▸ INSTRUCTIONS TO FOLLOW
Please count the lines of the listing below in which "level" occurs, and reply with the number only.

== Segment start ==

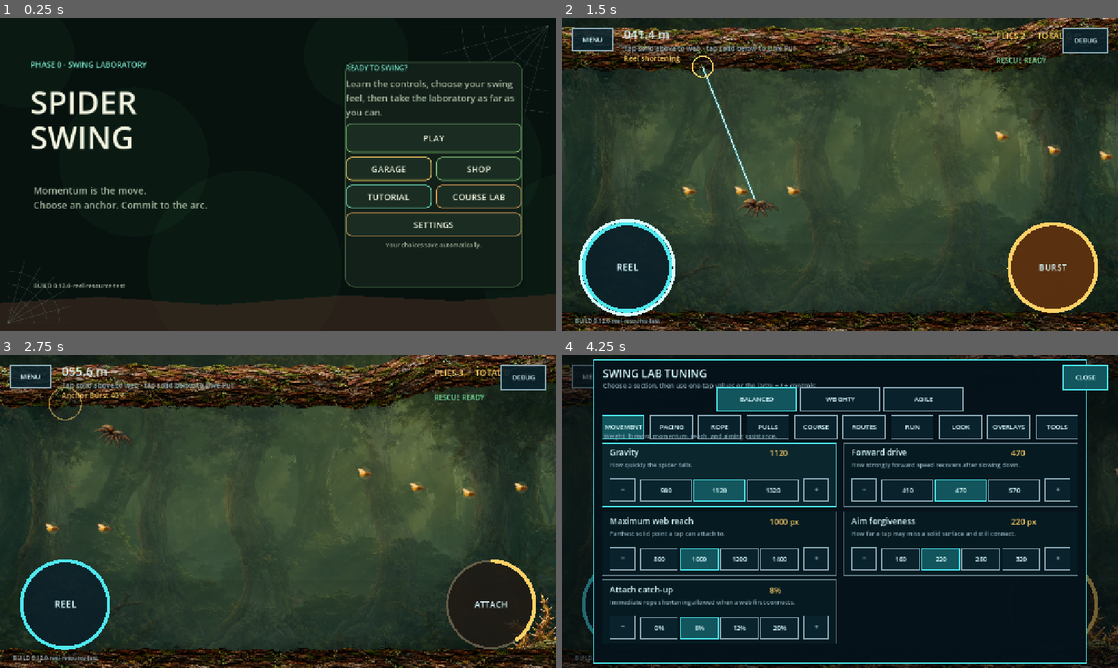
Above: before the commit, frames 1-4 (two rows, left to right).
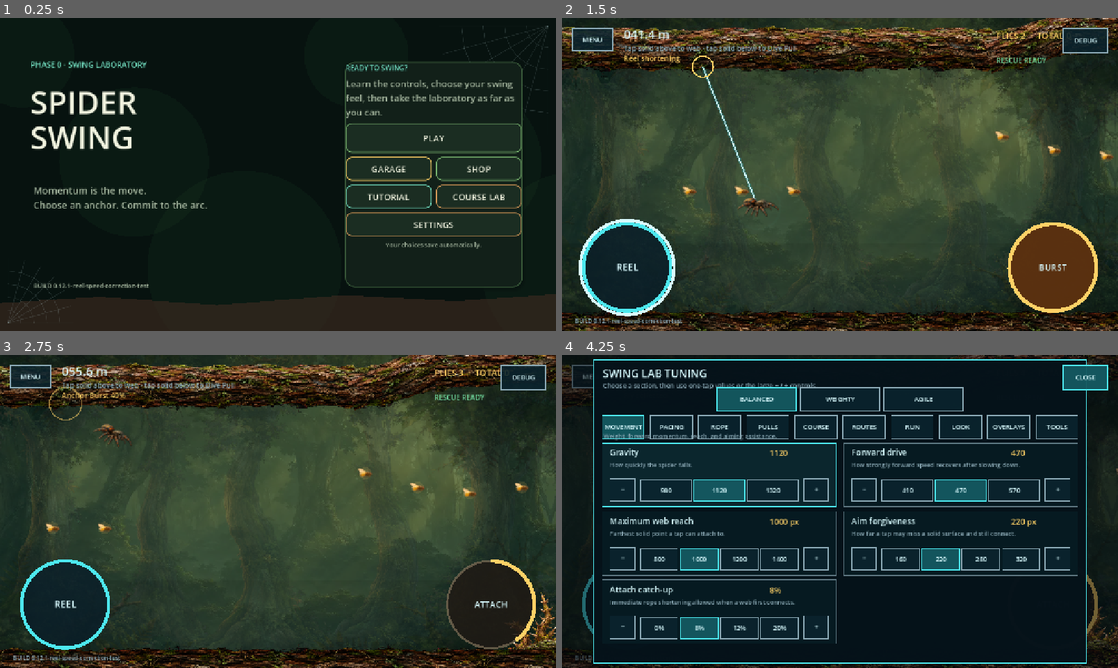
Above: after the commit, the same moments.

Repository: menno420/spider-swing
Game: Godot game, scene res://game/bootstrap/main.tscn
The game is run twice, just before and just after one commit, with the same random seed, the same clock (stepped at 60 frames per second) and the same inputs.
Inputs (mouse positions are in pixels of both pictures, inside the frame that each line leads up to):
- Up to frame 1 (0.25 s): no input
- Up to frame 2 (1.5 s): click "PLAY" at 0.5 s; click (628, 268) at 1.25 s
- Up to frame 3 (2.75 s): click (489, 605) at 2 s
- Up to frame 4 (4.25 s): click (1084, 376) at 2.75 s; click (840, 511) at 3.5 s

The runs differ from the first frame. In frame 1, 0.1% of the frame differs, in the area x 12-27%, y 84-87%; in frame 2, 0.4%; in frame 3, 2.7%, in the area x 0-100%, y 0-100%; in frame 4, 0.3%.

Commit message:
Correct Reel speed from device playtest

Diff:
--- a/game/domain/swing_config.gd
+++ b/game/domain/swing_config.gd
@@ -10,7 +10,7 @@
 const PRESET_BALANCED := &"balanced_candidate"
 const PRESET_WEIGHTY := &"weighty_candidate"
 const PRESET_AGILE := &"agile_candidate"
-const BASE_REEL_RETRACTION_RATE := 260.0
+const BASE_REEL_RETRACTION_RATE := 320.0
 const BASE_REEL_ENERGY_CAPACITY := 60.0
 const BASE_REEL_DRAIN_RATE := 30.0
 const BASE_REEL_REGENERATION_RATE := 18.0
@@ -150,7 +150,7 @@
 			air_drag = 0.04
 			rope_elasticity_allowance = 7.0
 			rope_damping = 0.025
-			reel_retraction_rate = 275.0
+			reel_retraction_rate = 335.0
 			reel_drain_rate = 32.0
 		PRESET_AGILE:
 			gravity = 980.0
@@ -161,7 +161,7 @@
 			air_drag = 0.07
 			rope_elasticity_allowance = 13.0
 			rope_damping = 0.05
-			reel_retraction_rate = 290.0
+			reel_retraction_rate = 350.0
 			reel_drain_rate = 35.0
 		_:
 			preset_name = PRESET_BALANCED
--- a/game/domain/tuning_catalog.gd
+++ b/game/domain/tuning_catalog.gd
@@ -156,7 +156,7 @@
 		"minimum": 80.0,
 		"maximum": 720.0,
 		"step": 20.0,
-		"quick": [220.0, 260.0, 340.0, 400.0],
+		"quick": [260.0, 320.0, 400.0, 440.0],
 	},
 	{
 		"id": &"reel_capacity_seconds",
--- a/project.godot
+++ b/project.godot
@@ -9,7 +9,7 @@
 
 config/name="Spider Swing"
 config/description="Android-first 2D physics swing game. \"Spider Swing\" is an internal codename, not an approved release name — see docs/product/name-status.md."
-config/version="0.12.0-reel-resource-test"
+config/version="0.12.1-reel-speed-correction-test"
 run/main_scene="res://game/bootstrap/main.tscn"
 config/features=PackedStringArray("4.7", "GL Compatibility")
 
--- a/tests/test_runner.gd
+++ b/tests/test_runner.gd
@@ -4,9 +4,9 @@
 const MAIN_SCENE_PATH := "res://game/bootstrap/main.tscn"
 const EXPORT_PRESETS_PATH := "res://export_presets.cfg"
 const ANDROID_WORKFLOW_PATH := "res://.github/workflows/android-debug.yml"
-const BUILD_VERSION := "0.12.0-reel-resource-test"
-const ANDROID_VERSION_CODE := 27
-const ANDROID_APP_NAME := "Spider Swing Reel Resource (dev)"
+const BUILD_VERSION := "0.12.1-reel-speed-correction-test"
+const ANDROID_VERSION_CODE := 28
+const ANDROID_APP_NAME := "Spider Swing Reel Speed Correction (dev)"
 const EXPECTED_CHECK_COUNT := 91
 const REQUIRED_INPUT_ACTIONS := [
 	"web_action", "reel_in", "burst_action", "pause", "restart_run",
--- a/tests/unit/phase0_physics_tests.gd
+++ b/tests/unit/phase0_physics_tests.gd
@@ -72,7 +72,7 @@
 	var balanced := SwingConfig.from_preset(SwingConfig.PRESET_BALANCED)
 	if not is_equal_approx(balanced.gravity, 1120.0) or \
 			not is_equal_approx(balanced.dive_distance_fraction, 0.40) or \
-			not is_equal_approx(balanced.reel_retraction_rate, 260.0) or \
+			not is_equal_approx(balanced.reel_retraction_rate, 320.0) or \
 			not is_equal_approx(balanced.reel_energy_capacity, 60.0) or \
 			not is_equal_approx(balanced.burst_distance_fraction, 0.40) or \
 			not is_equal_approx(balanced.burst_minimum_distance, 80.0) or \
@@ -93,9 +93,17 @@
 	var base_seconds := base.reel_energy_capacity / base.reel_drain_rate
 	var base_shortening_budget := base_seconds * base.reel_retraction_rate
 	if not is_equal_approx(base_seconds, 2.0) or \
-			not is_equal_approx(base_shortening_budget, 520.0):
+			not is_equal_approx(base_shortening_budget, 640.0):
 		failures.append(
-			"level-zero Reel is not the bounded 2.0 s / 520 px baseline")
+			"level-zero Reel is not the corrected 2.0 s / 640 px baseline")
+		return 0
+
+	var weighty := SwingConfig.from_preset(SwingConfig.PRESET_WEIGHTY)
+	var agile := SwingConfig.from_preset(SwingConfig.PRESET_AGILE)
+	if not is_equal_approx(weighty.reel_retraction_rate, 335.0) or \
+			not is_equal_approx(agile.reel_retraction_rate, 350.0):
+		failures.append(
+			"named Reel presets lost their response ordering after correction")
 		return 0
 
 	var progress := PlayerProgress.defaults()
@@ -113,12 +121,13 @@
 		resolved.reel_energy_capacity / resolved.reel_drain_rate)
 	var max_shortening_budget := (
 		max_seconds * resolved.reel_retraction_rate)
-	if not is_equal_approx(resolved.reel_retraction_rate, 338.0) or \
+	if not is_equal_approx(resolved.reel_retraction_rate, 416.0) or \
 			not is_equal_approx(max_seconds, 2.48) or \
-			absf(max_shortening_budget - 838.24) > 0.01 or \
-			resolved.reel_retraction_rate >= 400.0:
+			absf(max_shortening_budget - 1031.68) > 0.01 or \
+			resolved.reel_retraction_rate < 400.0 or \
+			resolved.reel_retraction_rate > 450.0:
 		failures.append(
-			"maxed Reel does not provide the intended bounded upgrade headroom")
+			"maxed Garden Reel is outside the owner-tested 400–450 px/s band")
 		return 0
 
 	var reused := SpiderCatalog.resolved_config(
Not shown, changed: export_presets.cfg
Not shown, changed: .github/workflows/android-debug.yml
Not shown, changed: .substrate/guard-fires.jsonl
Not shown, changed: README.md
Not shown, changed: docs/current-state.md
Not shown, changed: docs/decisions.md
Not shown, changed: docs/product/deep-progression-direction.md
Not shown, changed: docs/technical/phase-0-swing-laboratory.md
Not shown, changed: tests/README.md

== Segment end ==

▸ RESPONSE
2